> [!NOTE] Definition 1 (Independent Events)
> Let $(\Omega, \mathcal{F}, \mathbb{P})$ be a [[Probability Space|probability space]]. Let $A,B\in \mathcal{F}.$ The events $A$ and $B$ are *independent* iff $\mathbb{P}(A \cap B) = \mathbb{P}(A) \cdot \mathbb{P}(B).$
> [!NOTE] Definition 2 (Independent Events)
> Let $(\Omega, \mathcal{F}, \mathbb{P})$ be a [[Probability Space|probability space]]. Let $A,B\in \mathcal{F}$ such that $\mathbb{P}(A),\mathbb{P}(B)>0.$ The events $A$ and $B$ are *independent* iff $\mathbb{P}(A \mid B) = \mathbb{P}(A)$where $\mathbb{P}(A\mid B)$ denotes the [[Conditional Probability|conditional probability]] of $A$ given $B.$
**Note**: By [[Independence of Events is Symmetric]], $\mathbb{P}(A \mid B)= \mathbb{P}(A)$ iff $\mathbb{P}(B\mid A) = \mathbb{P}(A).$ Furthermore, by [[Equivalence of Definitions of Independent Events]], $\mathbb{P}(A \cap B)= \mathbb{P}(A)\cdot P(B)$ iff $\mathbb{P}(A\mid B)= \mathbb{P}(A).$
# Properties
By [[Independent of Event iff Independent of Complement]], $A$ and $B$ are independent iff $\Omega\setminus A$ and $B$ are independent.

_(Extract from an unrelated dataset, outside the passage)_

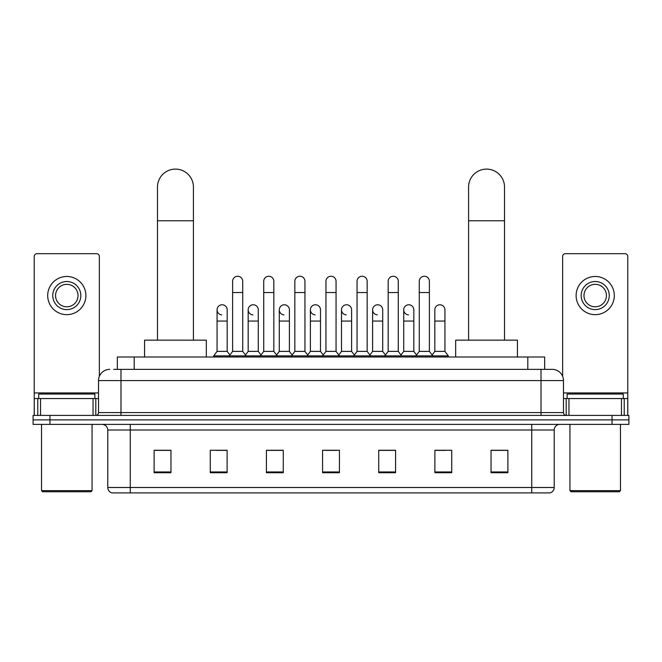 <?xml version="1.0" encoding="UTF-8"?>
<svg xmlns="http://www.w3.org/2000/svg" width="662" height="662" viewBox="0 0 662 662"><rect width="100%" height="100%" fill="white"/><g stroke="black" fill="none" stroke-linecap="round" stroke-linejoin="round"><path stroke-width="0.99" d="M117.34 369.355L117.34 357L544.661 357L544.661 369.355M113.938 369.355L552.249 369.355A11.229 11.229 0 0 1 563.478 380.584L563.478 412.592C563.627 414.28 564.57 415.215 566.291 415.397M113.682 369.355L120.98 369.355L120.98 380.584L98.522 380.584L98.522 412.592A2.805 2.805 0 0 1 95.709 415.397M109.751 369.355A11.229 11.229 0 0 0 98.522 380.584M49.948 415.397L33.1 415.397L33.1 419.89L49.948 419.89L33.1 419.89L33.1 424.383L49.948 424.383L49.948 419.89L612.052 419.89L49.948 419.89L49.948 415.397L612.052 415.397L612.052 419.89L628.9 419.89L612.052 419.89L612.052 424.383L49.948 424.383M612.052 424.383L628.9 424.383L628.9 415.397L612.052 415.397M563.478 380.584L541.019 380.584L541.019 369.355L552.249 369.355M554.218 487.505C554.061 490.194 552.712 491.99 550.172 492.892L531.752 492.892L531.752 487.505L554.218 487.505L554.218 430.002A5.619 5.619 0 0 1 559.829 424.383M531.752 492.892L111.828 492.892A5.619 5.619 0 0 1 107.782 487.505L107.782 430.002C107.451 426.593 105.581 424.714 102.171 424.383M507.886 472.734L507.886 450.276L491.038 450.276L491.038 472.734L507.886 472.734M451.732 472.734L451.732 450.276L434.884 450.276L434.884 472.734L451.732 472.734M395.578 472.734L395.578 450.276L378.73 450.276L378.73 472.734L395.578 472.734M170.962 472.734L170.962 450.276L154.114 450.276L154.114 472.734L170.962 472.734M227.116 472.734L227.116 450.276L210.268 450.276L210.268 472.734L227.116 472.734M283.27 472.734L283.27 450.276L266.422 450.276L266.422 472.734L283.27 472.734M339.424 472.734L339.424 450.276L322.576 450.276L322.576 472.734L339.424 472.734M434.884 450.383L445.501 450.383M491.038 450.383L506.761 450.383M278.719 450.383L274.399 450.383M216.499 450.383L227.116 450.383M155.239 450.383L170.962 450.383M387.601 450.383L383.281 450.383M325.381 450.383L336.619 450.383M283.27 450.383L266.422 450.383M395.578 450.383L378.73 450.383M93.044 415.397L93.044 398.557L40.539 398.557L40.539 415.397M99.366 376.314L99.366 256.484A2.805 2.805 0 0 0 96.553 253.678L37.031 253.678A2.805 2.805 0 0 0 34.225 256.484L34.225 398.557L40.539 398.557M93.044 398.557L98.522 398.557M34.225 415.397L34.225 398.557M66.796 281.524A14.043 14.043 0 0 0 52.753 295.566A14.043 14.043 0 0 0 66.796 309.609A14.043 14.043 0 0 0 80.83 295.566A14.043 14.043 0 0 0 66.796 281.524M66.796 284.337A11.229 11.229 0 0 0 55.558 295.566A11.229 11.229 0 0 0 66.796 306.796A11.229 11.229 0 0 0 78.025 295.566A11.229 11.229 0 0 0 66.796 284.337M66.796 314.657A19.09 19.09 0 0 0 85.886 295.566A19.09 19.09 0 0 0 66.796 276.476A19.09 19.09 0 0 0 47.697 295.566A19.09 19.09 0 0 0 66.796 314.657M90.942 491.767L42.649 491.767L41.524 490.65L92.059 490.65L90.942 491.767M41.524 424.383L41.524 490.65M92.059 424.383L92.059 490.65M94.873 398.557L94.873 394.064L38.719 394.064L38.719 398.557M157.482 340.152L157.482 187.073A17.973 17.973 0 0 1 175.455 169.108A17.973 17.973 0 0 1 193.42 187.073A17.973 17.973 0 0 0 175.455 169.108M193.42 340.152L193.42 187.073M206.337 357L206.337 340.152L144.564 340.152L144.564 357M468.58 340.152L468.58 187.073A17.973 17.973 0 0 1 486.545 169.108A17.973 17.973 0 0 1 504.518 187.073A17.973 17.973 0 0 0 486.545 169.108M504.518 340.152L504.518 187.073M517.436 357L517.436 340.152L455.663 340.152L455.663 357M232.619 292.538L242.722 292.538L242.722 351.381L232.619 351.381L232.619 281.3A5.056 5.056 0 0 1 237.989 276.261A5.056 5.056 0 0 1 242.722 281.3A5.056 5.056 0 0 0 237.989 276.261M232.619 351.381L229.251 355.875L229.251 357M242.722 351.381L246.09 355.875L213.694 355.875L213.694 357M263.724 351.381L263.724 292.538L273.836 292.538L273.836 351.381L263.724 351.381L260.356 355.875L246.09 355.875L246.09 357M263.724 292.538L263.724 281.3A5.056 5.056 0 0 1 269.095 276.261A5.056 5.056 0 0 1 273.836 281.3A5.056 5.056 0 0 0 269.095 276.261M273.836 351.381L277.204 355.875L260.356 355.875L260.356 357M294.838 351.381L294.838 292.538L304.942 292.538L304.942 351.381L294.838 351.381L291.47 355.875L277.204 355.875L277.204 357M294.838 292.538L294.838 281.3A5.056 5.056 0 0 1 300.209 276.261A5.056 5.056 0 0 1 304.942 281.3A5.056 5.056 0 0 0 300.209 276.261M304.942 351.381L308.31 355.875L291.47 355.875L291.47 357M325.944 351.381L325.944 292.538L336.056 292.538L336.056 351.381L325.944 351.381L322.576 355.875L308.31 355.875L308.31 357M325.944 292.538L325.944 281.3A5.056 5.056 0 0 1 331.314 276.261A5.056 5.056 0 0 1 336.056 281.3A5.056 5.056 0 0 0 331.314 276.261M336.056 351.381L339.424 355.875L322.576 355.875L322.576 357M357.058 351.381L357.058 292.538L367.162 292.538L367.162 351.381L357.058 351.381L353.69 355.875L339.424 355.875L339.424 357M357.058 292.538L357.058 281.3A5.056 5.056 0 0 1 362.428 276.261A5.056 5.056 0 0 1 367.162 281.3A5.056 5.056 0 0 0 362.428 276.261M367.162 351.381L370.53 355.875L353.69 355.875L353.69 357M388.164 351.381L388.164 292.538L398.276 292.538L398.276 351.381L388.164 351.381L384.796 355.875L370.53 355.875L370.53 357M388.164 292.538L388.164 281.3A5.056 5.056 0 0 1 393.534 276.261A5.056 5.056 0 0 1 398.276 281.3A5.056 5.056 0 0 0 393.534 276.261M398.276 351.381L401.644 355.875L384.796 355.875L384.796 357M419.278 351.381L419.278 292.538L429.381 292.538L429.381 351.381L419.278 351.381L415.91 355.875L401.644 355.875L401.644 357M419.278 292.538L419.278 281.3A5.056 5.056 0 0 1 424.648 276.261A5.056 5.056 0 0 1 429.381 281.3A5.056 5.056 0 0 0 424.648 276.261M429.381 351.381L432.749 355.875L415.91 355.875L415.91 357M444.938 351.381L444.938 321.062L434.826 321.062L434.826 351.381L444.938 351.381L448.306 355.875L432.749 355.875L432.749 357M221.795 314.872A5.056 5.056 0 0 1 217.062 309.833A5.056 5.056 0 0 1 222.432 304.785A5.056 5.056 0 0 1 227.174 309.833L227.174 321.062L217.062 321.062L217.062 309.833M227.174 321.062L227.174 351.381L217.062 351.381L217.062 321.062M217.062 351.381L213.694 355.875M227.174 351.381L229.896 355.014M252.909 314.872A5.056 5.056 0 0 1 248.176 309.833A5.056 5.056 0 0 1 253.546 304.785A5.056 5.056 0 0 1 258.279 309.833L258.279 321.062L248.176 321.062L248.176 309.833M258.279 321.062L258.279 351.381L248.176 351.381L248.176 321.062M248.176 351.381L245.445 355.014M258.279 351.381L261.002 355.014M284.015 314.872A5.056 5.056 0 0 1 279.281 309.833A5.056 5.056 0 0 1 284.652 304.785A5.056 5.056 0 0 1 289.393 309.833L289.393 321.062L279.281 321.062L279.281 309.833M289.393 321.062L289.393 351.381L279.281 351.381L279.281 321.062M279.281 351.381L276.559 355.014M289.393 351.381L292.116 355.014M315.129 314.872A5.056 5.056 0 0 1 310.395 309.833A5.056 5.056 0 0 1 315.766 304.785A5.056 5.056 0 0 1 320.499 309.833L320.499 321.062L310.395 321.062L310.395 309.833M320.499 321.062L320.499 351.381L310.395 351.381L310.395 321.062M310.395 351.381L307.665 355.014M320.499 351.381L323.222 355.014M346.234 314.872A5.056 5.056 0 0 1 341.501 309.833A5.056 5.056 0 0 1 346.871 304.785A5.056 5.056 0 0 1 351.605 309.833L351.605 321.062L341.501 321.062L341.501 309.833M351.605 321.062L351.605 351.381L341.501 351.381L341.501 321.062M341.501 351.381L338.779 355.014M351.605 351.381L354.336 355.014M377.348 314.872A5.056 5.056 0 0 1 372.607 309.833A5.056 5.056 0 0 1 377.985 304.785A5.056 5.056 0 0 1 382.719 309.833L382.719 321.062L372.607 321.062L372.607 309.833M382.719 321.062L382.719 351.381L372.607 351.381L372.607 321.062M372.607 351.381L369.884 355.014M382.719 351.381L385.441 355.014M408.454 314.872A5.056 5.056 0 0 1 403.721 309.833A5.056 5.056 0 0 1 409.091 304.785A5.056 5.056 0 0 1 413.824 309.833L413.824 321.062L403.721 321.062L403.721 309.833M413.824 321.062L413.824 351.381L403.721 351.381L403.721 321.062M403.721 351.381L400.998 355.014M413.824 351.381L416.555 355.014M434.826 321.062L434.826 309.833A5.056 5.056 0 0 1 440.205 304.785A5.056 5.056 0 0 1 444.938 309.833L444.938 321.062M434.826 351.381L432.104 355.014M448.306 355.875L448.306 357M621.461 415.397L621.461 398.557L568.956 398.557L568.956 415.397M627.775 415.397L627.775 398.557L627.775 415.397M621.461 398.557L627.775 398.557L627.775 256.484A2.805 2.805 0 0 0 624.969 253.678L565.447 253.678A2.805 2.805 0 0 0 562.634 256.484L562.634 376.314M563.478 398.557L568.956 398.557M595.204 281.524A14.043 14.043 0 0 0 581.17 295.566A14.043 14.043 0 0 0 595.204 309.609A14.043 14.043 0 0 0 609.247 295.566A14.043 14.043 0 0 0 595.204 281.524M595.204 284.337A11.229 11.229 0 0 0 583.975 295.566A11.229 11.229 0 0 0 595.204 306.796A11.229 11.229 0 0 0 606.442 295.566A11.229 11.229 0 0 0 595.204 284.337M595.204 314.657A19.09 19.09 0 0 0 614.303 295.566A19.09 19.09 0 0 0 595.204 276.476A19.09 19.09 0 0 0 576.114 295.566A19.09 19.09 0 0 0 595.204 314.657M619.351 491.767L571.058 491.767L569.941 490.65L620.476 490.65L619.351 491.767M569.941 424.383L569.941 490.65M620.476 424.383L620.476 490.65M623.281 398.557L623.281 394.064L567.127 394.064L567.127 398.557M134.187 369.355L134.187 357M527.813 369.355L527.813 357M120.98 415.397L120.98 412.592L563.478 412.592M98.522 412.592L120.98 412.592L120.98 380.584L541.019 380.584L541.019 415.397M531.752 424.383L531.752 430.002L107.782 430.002M554.218 430.002L531.752 430.002L531.752 487.505L130.249 487.505L130.249 492.892M107.782 487.505L130.249 487.505L130.249 424.383M339.424 471.956L322.576 471.956M283.27 471.956L266.422 471.956M227.116 471.956L210.268 471.956M170.962 471.956L154.114 471.956M395.578 471.956L378.73 471.956M451.732 471.956L434.884 471.956M507.886 471.956L491.038 471.956M98.522 392.938L34.225 392.938M95.808 398.557L95.808 415.397M34.267 398.557L34.267 415.397M37.775 415.397L37.775 398.557M157.482 220.769L193.42 220.769M468.58 220.769L504.518 220.769M627.775 392.938L563.478 392.938M627.733 415.397L627.733 398.557M624.225 398.557L624.225 415.397M566.192 415.397L566.192 398.557M242.722 292.538L242.722 281.3M273.836 292.538L273.836 281.3M304.942 292.538L304.942 281.3M336.056 292.538L336.056 281.3M367.162 292.538L367.162 281.3M398.276 292.538L398.276 281.3M429.381 292.538L429.381 281.3"/></g></svg>

By [[Disjoint Events are Independent iff Probability of one is Zero]], $A \cap B = \emptyset \land \mathbb{P}(A \cap B)=\mathbb{P}(A)\cdot \mathbb{P}(B)$ iff $\mathbb{P}(A) = 0 \lor \mathbb{P}(B)=0.$
# Applications
**Generalisations**: A set of events are [[Pairwise Independent Set of Events|pairwise independent]] iff each pair of events is independent. The set is [[Mutually Independent Set of Events|mutually independent]] iff the probability of the intersection of all subsets of events is the product of their individual probabilities.